South Korean stocks soared after the country reimposed a full ban on short-selling, a controversial move that regulators said was needed to stop the illegal use of a trading tactic deployed regularly by hedge funds and other investors around the world.
The nearly eight-month ban may help appease retail investors who have complained about the impact of shorting — the selling of borrowed shares by institutional investors — ahead of elections in April, several market watchers said.
However, it could deter participation by foreign funds in the $1.7 trillion equity market and complicate Korea’s bid to seek a developed-market status in MSCI Inc.’s indexes.
The Kospi ended the day up 5.7% to cap its biggest gain since March 2020 amid a surge in trading volumes. Overseas investors were big buyers on a net basis, indicating that funds were covering short positions.
Stocks that had recently witnessed an increase in short selling — including LG Energy Solution Ltd. and Posco Future M Co. — were among the biggest contributors to the benchmark’s advance. The small-cap Kosdaq Index jumped 7.3%.
The Financial Services Commission said on Sunday that new short-selling positions will be prohibited for equities on the Kospi 200 Index and Kosdaq 150 Index from Monday through the end of June 2024.
The decision doesn’t impact existing positions. While pandemic-era curbs on the practice had been lifted for those two gauges in May 2021, the ban had remained in place for some 2,000 stocks.
“This policy reversal with respect to short selling is unwarranted at the current time,” said Wongmo Kang, an analyst at Exome Asset Management.
“Many people view it as a political move aimed at next year’s general election,” he said, adding that the Korean market tends to be “heavily influenced by retail investors.”
South Korea is set to conduct general elections for the National Assembly in April and public perception of short-selling remains deeply negative in the nation.
Some ruling party lawmakers had urged the government to temporarily end stock short-selling in response to demands by retail investors, who have staged protests against the tactic from time to time and also made sporadic coordinated attempts to drive gains in stocks targeted by short sellers.
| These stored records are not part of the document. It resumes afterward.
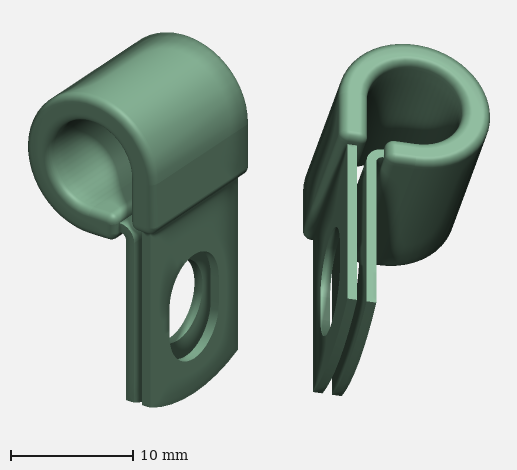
import cadquery as cq
import math


strap_thickness = 0.81
strap_width = 12.65
strap_inner_radius = 4.76
strap_outer_radius = strap_inner_radius + strap_thickness
bend_inner_radius = 0.6
bend_outer_radius = bend_inner_radius + strap_thickness
tab_gap = 0.8

cushion_length = 14.29
cushion_outer_radius = 6.365
cushion_inner_radius = 3.97
cushion_edge_radius = 0.76
upright_leg_length = 4.73
foot_leg_length = 2.5

overall_height = 28.51
tab_bottom = cushion_outer_radius - overall_height
tab_end_radius = 15.875
hole_diameter = 7.14
hole_height = -14.19
slot_length = 9.53

diagonal = math.sqrt(0.5)


def y_extrusion(sketch, width):
    """Extrude an XZ sketch symmetrically about the Y = 0 plane."""
    return sketch.extrude(width / 2, both=True)


def make_cushion():
    """Three-quarter ring with two straight legs, edges still sharp."""
    outer = cushion_outer_radius
    inner = cushion_inner_radius
    profile = (
        cq.Workplane("XZ")
        .moveTo(outer, -upright_leg_length)
        .lineTo(outer, 0)
        .threePointArc((-outer * diagonal, outer * diagonal), (0, -outer))
        .lineTo(foot_leg_length, -outer)
        .lineTo(foot_leg_length, -inner)
        .lineTo(0, -inner)
        .threePointArc((-inner * diagonal, inner * diagonal), (inner, 0))
        .lineTo(inner, -upright_leg_length)
        .close()
    )
    return y_extrusion(profile, cushion_length)


def round_cushion(body):
    """Round both end outlines and the two leg tips."""
    tip_reach = cushion_edge_radius / 2
    upright_tip = cq.selectors.BoxSelector(
        (cushion_inner_radius - tip_reach, -cushion_length, -upright_leg_length - tip_reach),
        (cushion_outer_radius + tip_reach, cushion_length, -upright_leg_length + tip_reach),
    )
    foot_tip = cq.selectors.BoxSelector(
        (foot_leg_length - tip_reach, -cushion_length, -cushion_outer_radius - tip_reach),
        (foot_leg_length + tip_reach, cushion_length, -cushion_inner_radius + tip_reach),
    )
    tips = body.edges("|Y").edges(upright_tip + foot_tip)
    return body.faces("|Y").edges().add(tips).fillet(cushion_edge_radius)


def make_straight_tab():
    """Flat tab running straight down out of the upright leg."""
    return (
        cq.Workplane("XY")
        .box(strap_thickness, strap_width, -tab_bottom, centered=(False, True, False))
        .translate((strap_inner_radius, 0, tab_bottom))
    )


def make_bent_tab():
    """Tab leaving the foot leg along +X and bending down beside the straight tab."""
    outer_face = strap_inner_radius - tab_gap
    inner_face = outer_face - strap_thickness
    bend_x = outer_face - bend_outer_radius
    bend_z = -strap_inner_radius - bend_outer_radius
    outer_mid = bend_outer_radius * diagonal
    inner_mid = bend_inner_radius * diagonal
    profile = (
        cq.Workplane("XZ")
        .moveTo(0, -strap_inner_radius)
        .lineTo(bend_x, -strap_inner_radius)
        .threePointArc((bend_x + outer_mid, bend_z + outer_mid), (outer_face, bend_z))
        .lineTo(outer_face, tab_bottom)
        .lineTo(inner_face, tab_bottom)
        .lineTo(inner_face, bend_z)
        .threePointArc((bend_x + inner_mid, bend_z + inner_mid), (bend_x, -strap_outer_radius))
        .lineTo(0, -strap_outer_radius)
        .close()
    )
    return y_extrusion(profile, strap_width)


def make_tab_envelope():
    """Block that trims the lower ends of both tabs to a shallow arc."""
    half_width = strap_width / 2
    arc_rise = tab_end_radius - math.sqrt(tab_end_radius**2 - half_width**2)
    return (
        cq.Workplane("YZ")
        .moveTo(-half_width, 0)
        .lineTo(-half_width, tab_bottom + arc_rise)
        .threePointArc((0, tab_bottom), (half_width, tab_bottom + arc_rise))
        .lineTo(half_width, 0)
        .close()
        .extrude(cushion_outer_radius)
    )


def make_bolt_hole():
    """Round bolt hole along X, for the bent tab."""
    return (
        cq.Workplane("YZ")
        .center(0, hole_height)
        .circle(hole_diameter / 2)
        .extrude(cushion_outer_radius)
    )


def make_bolt_slot():
    """Vertical slot along X, for the straight tab, concentric with the bolt hole."""
    return (
        cq.Workplane("YZ")
        .center(0, hole_height)
        .slot2D(slot_length, hole_diameter, 90)
        .extrude(cushion_outer_radius)
    )


straight_tab = make_straight_tab().cut(make_bolt_slot())
bent_tab = make_bent_tab().cut(make_bolt_hole())
tabs = straight_tab.union(bent_tab).intersect(make_tab_envelope())
result = round_cushion(make_cushion()).union(tabs)

Most short-selling in South Korea is conducted by institutional investors. However, it accounts for a tiny portion of the market — about 0.6% of the Kospi’s market value and 1.6% of the Kosdaq’s, according to exchange data.
Lee Bokhyun, governor of the Financial Supervisory Service, refuted the view that the ban was politically motivated, adding that the suspension was necessary to protect retail investors and improve the short-selling mechanism.
The ban was “inevitable to introduce an advanced short-selling system,” he was cited as saying by Yonhap Infomax.
Sunday’s announcement comes just days after the financial watchdog said it plans a comprehensive probe into short-selling trades by global investment banks, with a view to root out the practice of naked short-selling, which is illegal in South Korea.
Earlier in October, the FSS proposed the imposition of record fines on two global banks for “routinely and intentionally” engaging in naked short-selling.
The so-called naked variety of the trade involves shorting shares without borrowing them first.
The Kospi surged earlier this year on frenzied buying of electric-vehicle battery names and chip stocks related to the artificial intelligence theme.
Concerns over geopolitical tensions and high interest rates reversed the rally in recent months, driving the benchmark into a technical correction and nearly erasing its gain for the year.
The gauge is currently up almost 12% in 2023 versus a 2.6% advance in the broader MSCI Asia Pacific Index. On Monday, the Kospi’s trading volume was 70% higher than the average over the past 10 sessions, according to NH Investment.
The latest ban is “unusual” as authorities are comprehensively prohibiting short selling at a time when there is no major external risk, said Huh Jae-Hwan, an analyst at Eugene Investment & Securities.
South Korea had banned short selling during the Global Financial Crisis in 2008, amid the euro-zone debt crisis and the US sovereign downgrade in 2011, and then again during the start of the pandemic in 2020.
While regulators argue that naked short-selling inhibits fair price formation and hurts confidence, some observers say broad outright bans make the market less transparent and therefore less attractive. Some also say the restrictions may keep the market from being upgraded in MSCI indexes.
“It does compromise their status and certainly would hold them back from achieving developed market status,” said Gary Dugan, chief investment officer at Dalma Capital Management Ltd.
“Given that there is an immediate ban there will be an initial sharp move higher in stock prices of companies that have had some short selling,” but the impact may be limited given low levels of short positions in the overall market, he said.
A spokeswoman for MSCI said the index provider does not comment on potential future reclassifications. South Korea needs to take the politically sensitive step of fully lifting curbs on stock short selling to ensure inclusion in a key global index, the head of the country’s securities exchange said in an interview earlier this year.
“There is a possibility that international investors may lose trust and opportunity in the Korean market,” Exome Asset’s Kang said. “Without the ability for investors to express a view that markets and individual stocks are ‘mispriced’ to the upside, stock markets lose long term credibility on the world stage.”